Tuesday, June 7, 2011

Precious Metals and Currency Dilution

From Bullion Bulls of Canada:

As we saw recently during the May take-down of the gold and silver markets, not only was there a large cast of buffoons referring to the silver market (in particular) as a “bubble”, but an even greater number were asserting that at the least there had been a “top” in these markets. It is really difficult to envision a conclusion which demonstrates more fundamental stupidity.

When I head to the supermarket to do my grocery shopping, the same loaf of “premium” bread which I could purchase for about $2/loaf three years ago today costs me roughly $4 today. Obviously since it is the same loaf of bread, there can be no argument that I’m getting a “better” loaf of bread for twice the price. Instead, it is unequivocal that the purchasing power of the paper in my wallet has fallen by half in just three years.

I could come up with numerous other examples of items with such massive “price increases” (i.e. equivalent collapses in purchasing power) – especially with respect to food items. This broad-based explosion in prices totally rebuts any possible argument that particular items are “getting expensive”. The only exception to that would be with respect to goods where there are now acute shortages. In those cases however, prices have tended to explode by an even greater amount.

What this translates to is that the rampant inflation which has already sparked rioting (and revolution) in many poorer nations is totally a phenomenon of out-of-control currency dilution, which is the same thing as saying out-of-control money-printing. Yet we observe the inability of practically the entire body of “experts” to understand the concept (and effects) of currency dilution, despite the fact that these same individuals have no problem understanding the concept of “dilution” when it is applied to the share structure of a corporation.
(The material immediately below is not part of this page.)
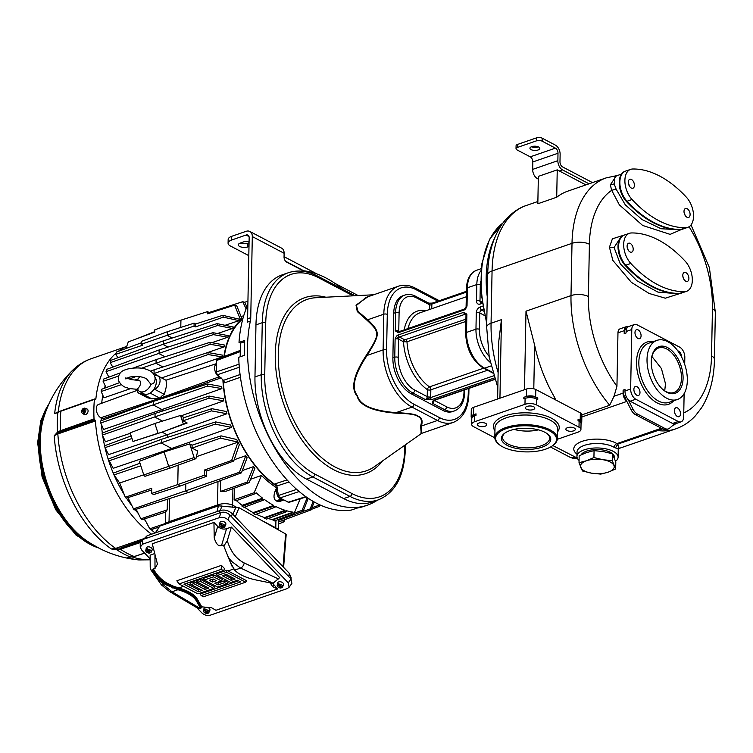 <?xml version="1.0" encoding="UTF-8"?>
<svg xmlns="http://www.w3.org/2000/svg" width="753" height="753" viewBox="0 0 753 753"><rect width="100%" height="100%" fill="white"/><g stroke="black" fill="none" stroke-linecap="round" stroke-linejoin="round"><path stroke-width="1.13" d="M557.333 439.3L578.003 432.147A8.236 3.53 1.1 0 0 580.93 429.53A8.236 3.53 1.1 0 0 579.001 427.196L536.569 404.935A8.236 3.53 1.1 0 0 524.973 404.323L474.616 421.727A8.236 3.53 1.1 0 0 471.689 424.353A8.236 3.53 1.1 0 0 473.618 426.687L494.825 437.813M472.498 417.021L472.498 417.011A9.883 4.236 1.1 0 1 476.018 413.858L473.496 414.734A6.589 2.824 -178.9 0 0 471.152 416.833A6.589 2.824 -178.9 0 0 471.83 418.113M476.018 413.858L475.99 415.345L474.729 415.778A8.236 3.53 1.1 0 0 471.802 418.404L471.689 424.353M524.973 404.323L525.086 398.375L523.824 398.808L523.853 397.32L526.375 396.454A6.589 2.824 -178.9 0 1 535.647 396.944L537.774 398.055A9.883 4.236 1.1 0 0 523.853 397.32M471.152 416.833L471.293 409.397A6.589 2.824 1.1 0 1 473.637 407.298L526.516 389.019A6.589 2.824 1.1 0 1 535.797 389.508L580.347 412.879A6.589 2.824 1.1 0 1 581.89 414.743L581.749 422.179A6.589 2.824 -178.9 0 0 580.205 420.315L578.078 419.205A9.883 4.236 1.1 0 1 580.403 422L580.403 422.169M537.774 398.055L537.746 399.542L536.682 398.986A8.236 3.53 1.1 0 0 525.086 398.375M579.001 427.196L579.113 421.247L578.05 420.692L578.078 419.205M579.113 421.247A8.236 3.53 1.1 0 1 581.052 423.581L580.93 429.53M485.638 423.374A4.734 2.033 1.1 0 1 486.758 424.711A4.734 2.033 1.1 0 1 483.624 426.556A4.734 2.033 1.1 0 1 478.4 425.878A4.734 2.033 1.1 0 1 477.289 424.532A4.734 2.033 1.1 0 1 480.414 422.687A4.734 2.033 1.1 0 1 485.638 423.374M533.143 409.604A4.734 2.033 1.1 0 1 528.079 409.811A4.734 2.033 1.1 0 1 525.359 407.919A4.734 2.033 1.1 0 1 527.044 406.413A4.734 2.033 1.1 0 1 532.107 406.206A4.734 2.033 1.1 0 1 534.828 408.098A4.734 2.033 1.1 0 1 533.143 409.604M566.981 430.509A4.734 2.033 1.1 0 1 565.861 429.163A4.734 2.033 1.1 0 1 568.995 427.327A4.734 2.033 1.1 0 1 574.219 428.005A4.734 2.033 1.1 0 1 575.33 429.351A4.734 2.033 1.1 0 1 572.205 431.196A4.734 2.033 1.1 0 1 566.981 430.509M552.768 445.55L553.502 444.985A31.287 13.413 -178.9 0 0 557.371 438.698A31.287 13.413 -178.9 0 0 539.402 426.16A31.287 13.413 -178.9 0 0 505.941 427.525A31.287 13.413 -178.9 0 0 494.815 437.493A31.287 13.413 -178.9 0 0 498.439 443.931L499.154 444.524A30.459 13.055 -178.9 0 0 545.709 449.136A30.459 13.055 -178.9 0 0 552.768 445.55A30.459 13.055 -178.9 0 0 545.388 429.041A30.459 13.055 -178.9 0 0 506.458 428.542A30.459 13.055 -178.9 0 0 499.154 444.524M544.965 432.316A24.698 10.589 -178.9 0 0 504.444 433.399A24.698 10.589 -178.9 0 0 507.193 445.362A24.698 10.589 -178.9 0 0 539.882 447.837A24.698 10.589 -178.9 0 0 547.911 434.236A24.698 10.589 -178.9 0 0 544.965 432.316M504.981 433.003A23.541 10.09 -178.9 0 0 502.562 437.342A23.541 10.09 -178.9 0 0 508.096 444.016A23.541 10.09 1.1 0 0 534.084 447.423A23.541 10.09 1.1 0 0 549.643 438.246A23.541 10.09 1.1 0 0 547.384 433.822M514.083 429.398A23.541 10.09 -178.9 0 0 538.433 429.859M581.043 423.421A6.589 2.824 -178.9 0 0 581.749 422.179M555.686 399.937L554.519 397.255A107.848 63.393 -109.1 0 1 534.63 345.166L533.792 388.783M497.62 399.005L498.721 341.768L501.442 319.649L499.936 398.205M498.128 372.613A107.848 63.393 -109.1 0 1 491.06 323.244L492.067 270.967L572.007 243.332L571 295.609L525.999 311.168L534.63 345.166M628.209 399.664A8.236 4.838 -109.1 0 1 624.981 390.986L625.009 389.499L623.117 390.148L623.06 393.122A6.589 3.869 70.9 0 0 626.647 400.963L631.061 409.698A9.883 5.808 70.9 0 0 635.504 414.677L663.082 429.144A9.883 5.808 70.9 0 0 666.48 429.558L668.372 428.909A9.883 5.808 70.9 0 0 669.521 428.241L674.528 423.967A8.236 4.838 -109.1 0 1 672.57 423.459L630.139 401.198A8.236 4.838 -109.1 0 1 628.209 399.664L632.944 409.048A9.883 5.808 70.9 0 0 637.396 414.018L664.974 428.495A9.883 5.808 70.9 0 0 668.372 428.909M628.2 326.746A6.589 3.869 70.9 0 0 626.355 326.661A6.589 3.869 70.9 0 0 624.265 330.661L617.968 332.835L616.942 386.289L614.034 396.247L609.685 405.265L581.89 414.865M618.655 447.696L617.808 444.082L616.933 443.621A3.294 2.391 -58.9 0 0 614.222 447.386A20.585 8.82 -178.9 0 0 584.347 445.371A20.585 8.82 -178.9 0 0 577.033 451.932L576.939 456.393A20.585 8.82 -178.9 0 0 579.066 460.412M618.881 447.414L618.251 449.023L615.465 447.903L617.808 444.082L662.602 428.89M673.229 425.078A6.589 3.869 70.9 0 0 674.01 424.946A6.589 3.869 70.9 0 0 675.356 423.826M684.129 393.621L683.686 416.851A8.236 4.838 -109.1 0 1 681.07 421.849L675.403 423.807A8.236 4.838 -109.1 0 1 674.528 423.967M684.693 364.32L684.825 357.364A8.236 4.838 -109.1 0 0 679.667 347.142L637.236 324.882A8.236 4.838 -109.1 0 0 634.403 324.543A8.236 4.838 -109.1 0 0 631.786 329.541L630.647 389.028A8.236 4.838 -109.1 0 0 635.805 399.241L678.237 421.501L672.57 423.459M626.647 400.963L624.868 397.433A9.883 5.808 70.9 0 1 623.117 390.148M631.786 329.541L626.12 331.499L626.091 332.986L624.209 333.635L624.265 330.661M627.193 327.696A9.883 5.808 70.9 0 0 624.209 333.635M626.12 331.499A8.236 4.838 -109.1 0 1 628.736 326.501L634.403 324.543M681.07 421.849A8.236 4.838 -109.1 0 1 678.237 421.501M677.822 350.879A4.734 2.786 -109.1 0 1 681.578 356.978M637.951 338.455A4.734 2.786 -109.1 0 1 635.071 333.814A4.734 2.786 -109.1 0 1 636.483 329.701A4.734 2.786 -109.1 0 1 638.111 329.899A4.734 2.786 -109.1 0 1 640.982 334.539A4.734 2.786 -109.1 0 1 639.579 338.652A4.734 2.786 -109.1 0 1 637.951 338.455M639.984 392.567A4.734 2.786 -109.1 0 1 638.488 395.438A4.734 2.786 -109.1 0 1 635.391 393.932A4.734 2.786 -109.1 0 1 633.885 389.367A4.734 2.786 -109.1 0 1 635.391 386.487A4.734 2.786 -109.1 0 1 638.488 388.002A4.734 2.786 -109.1 0 1 639.984 392.567M677.521 407.938A4.734 2.786 -109.1 0 1 680.392 412.569A4.734 2.786 -109.1 0 1 678.99 416.691A4.734 2.786 -109.1 0 1 677.361 416.484A4.734 2.786 -109.1 0 1 674.49 411.853A4.734 2.786 -109.1 0 1 675.893 407.74A4.734 2.786 -109.1 0 1 677.521 407.938M667.723 341.674A31.287 18.392 70.9 0 0 656.955 340.365A31.287 18.392 70.9 0 0 647.655 367.558A31.287 18.392 70.9 0 0 666.631 398.186A31.287 18.392 70.9 0 0 677.399 399.495A31.287 18.392 70.9 0 0 686.698 372.302A31.287 18.392 70.9 0 0 667.723 341.674M651.27 361.581A24.698 14.514 70.9 0 0 662.753 389.414A24.698 14.514 70.9 0 0 683.084 378.279A24.698 14.514 70.9 0 0 669.182 348.564A24.698 14.514 70.9 0 0 651.665 357.336A24.698 14.514 70.9 0 0 651.27 361.581M662.414 389.103A23.541 13.836 70.9 0 0 673.991 392.492A23.541 13.836 70.9 0 0 681.465 378.194A23.541 13.836 -109.1 0 0 674.01 355.491A23.541 13.836 -109.1 0 0 658.602 347.98A23.541 13.836 -109.1 0 0 651.59 357.788M664.73 390.835L665.483 383.719L661.426 368.537L651.9 356.461M617.968 332.835A6.589 3.869 -109.1 0 1 620.058 328.835L626.355 326.661M616.283 175.901L610.325 184.862L611.681 190.33L619.361 204.863L642.638 225.448L670.123 234.371L681.39 229.514M625.696 234.597L612.405 238.805L609.431 247.238L612.886 260.444L631.343 282.328L649.03 293.435L665.294 298.197L680.147 293.472M616.942 386.289A95.499 56.127 70.9 0 1 588.394 296.522L589.401 244.245A95.499 56.127 70.9 0 1 611.681 190.33L616.114 189.107L625.272 204.816L641.98 219.537L661.087 228.743L676.712 229.599M610.325 184.862L614.184 183.92L616.114 189.107M556.712 197.23L537.83 203.752L538.357 176.381L557.239 169.858L556.712 197.23A107.848 63.393 -109.1 0 1 567.856 191.13L606.25 177.859A107.848 63.393 70.9 0 0 572.007 243.332A12.349 5.29 -178.9 0 1 589.401 244.245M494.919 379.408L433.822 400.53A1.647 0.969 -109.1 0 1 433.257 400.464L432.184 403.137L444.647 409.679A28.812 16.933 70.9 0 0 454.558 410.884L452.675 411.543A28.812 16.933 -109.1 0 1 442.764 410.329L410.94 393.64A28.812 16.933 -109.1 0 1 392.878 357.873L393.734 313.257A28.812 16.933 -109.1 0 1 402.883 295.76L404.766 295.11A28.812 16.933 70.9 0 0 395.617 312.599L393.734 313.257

Should the experts in our markets spot a company which is printing-up new shares at an excessive rate, these analysts will tell you to dump that stock faster than you can hit the “sell” button on your trading platform. And they won’t hesitate to tell you that only a “fool” would hang onto a company which is undermining shareholder value in that manner. Yet when these same experts watch Ben Bernanke running the Federal Reserve’s printing-press “white hot” year after year after year, at any given time roughly half of these clowns will be advising people to “buy dollars”.

The argument these esteemed financial advisors will use when they “recommend” that people increase their exposure to this rapidly-disintegrating paper is that “other currencies” (i.e. other paper) is supposedly even worse. Putting aside the fact that no paper is currently more worthless than the U.S. dollar, let us assume that the U.S. dollar would “win” a least-ugly contest. What does that imply?

With the same media talking-heads claiming that most European nations are near bankruptcy and Japan’s economy is in ruins, claiming the U.S. dollar is slightly less worthless than its “peers” is hardly an endorsement. Indeed, it is like watching two people being dropped out of an airplane on identical platforms – except that one platform was dropped a millisecond later than the other. And then the person perched on the slightly higher platform says to the person on the slightly lower platform “climb up here and save yourself.”